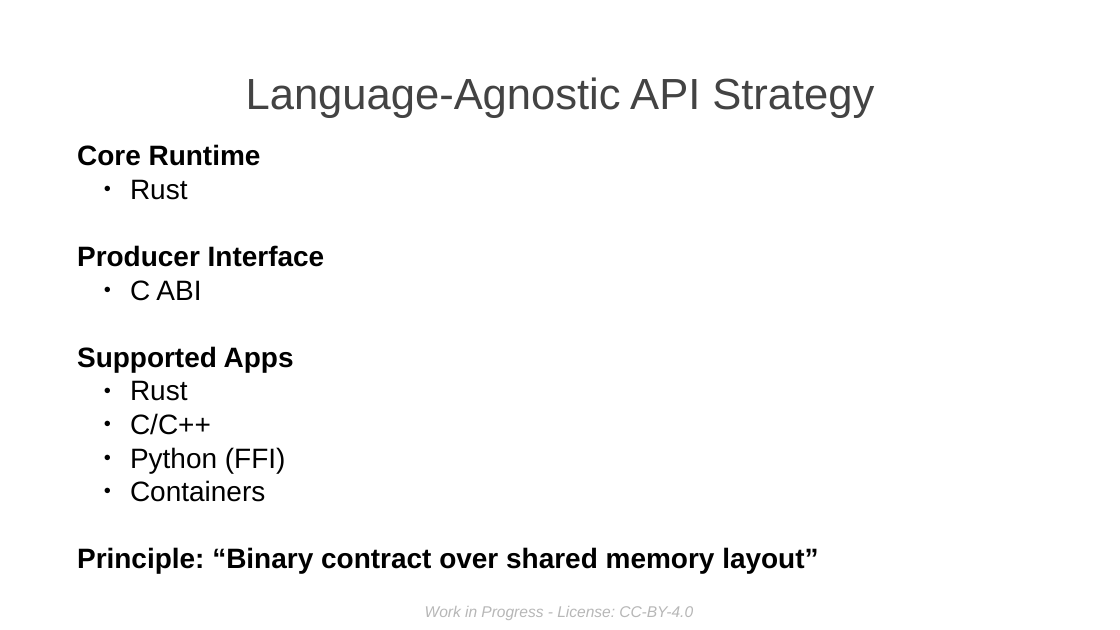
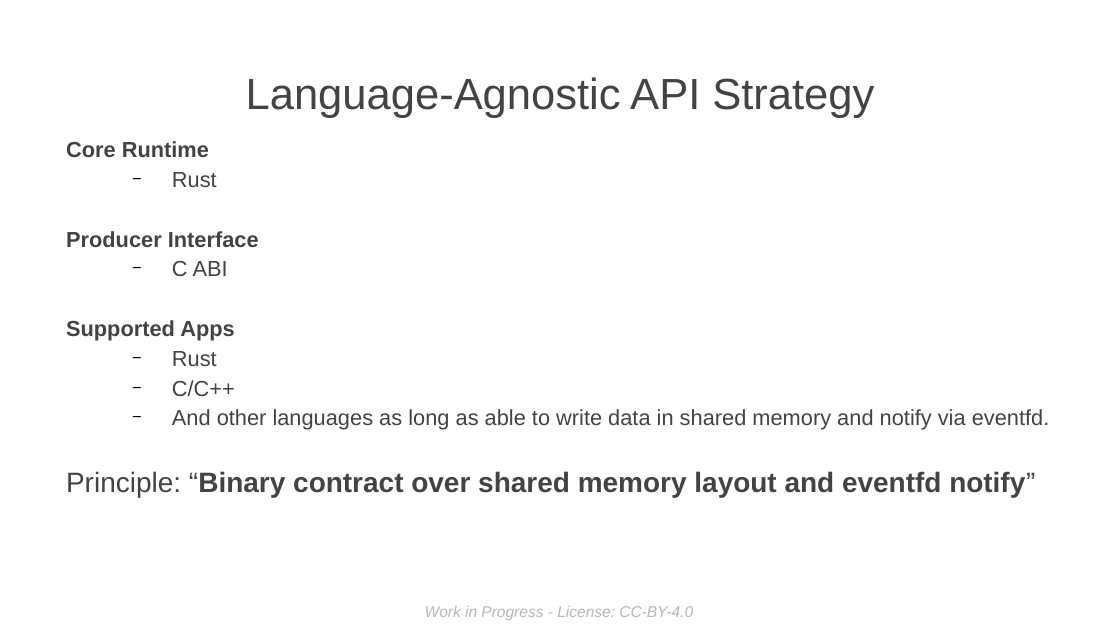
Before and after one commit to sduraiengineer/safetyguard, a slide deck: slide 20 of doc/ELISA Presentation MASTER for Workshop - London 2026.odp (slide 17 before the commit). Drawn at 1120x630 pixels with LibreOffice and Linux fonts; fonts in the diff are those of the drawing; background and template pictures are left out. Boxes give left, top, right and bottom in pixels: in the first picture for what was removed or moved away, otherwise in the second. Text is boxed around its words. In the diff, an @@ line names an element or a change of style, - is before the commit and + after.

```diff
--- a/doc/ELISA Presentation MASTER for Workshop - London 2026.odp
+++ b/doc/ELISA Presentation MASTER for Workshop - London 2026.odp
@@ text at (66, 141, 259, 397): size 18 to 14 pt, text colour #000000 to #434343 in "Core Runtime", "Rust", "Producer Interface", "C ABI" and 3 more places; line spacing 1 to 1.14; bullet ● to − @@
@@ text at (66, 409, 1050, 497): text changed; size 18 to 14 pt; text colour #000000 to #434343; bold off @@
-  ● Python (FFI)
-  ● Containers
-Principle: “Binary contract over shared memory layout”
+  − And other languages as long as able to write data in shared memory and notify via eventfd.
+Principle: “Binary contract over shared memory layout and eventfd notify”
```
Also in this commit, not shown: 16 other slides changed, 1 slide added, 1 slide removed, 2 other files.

+-------+

### WHAT YOU SHOULD DO
Filter the entries above and copy only the lines that hold "size".

### EXPECTED OUTPUT
@@ text at (66, 141, 259, 397): size 18 to 14 pt, text colour #000000 to #434343 in "Core Runtime", "Rust", "Producer Interface", "C ABI" and 3 more places; line spacing 1 to 1.14; bullet ● to − @@
@@ text at (66, 409, 1050, 497): text changed; size 18 to 14 pt; text colour #000000 to #434343; bold off @@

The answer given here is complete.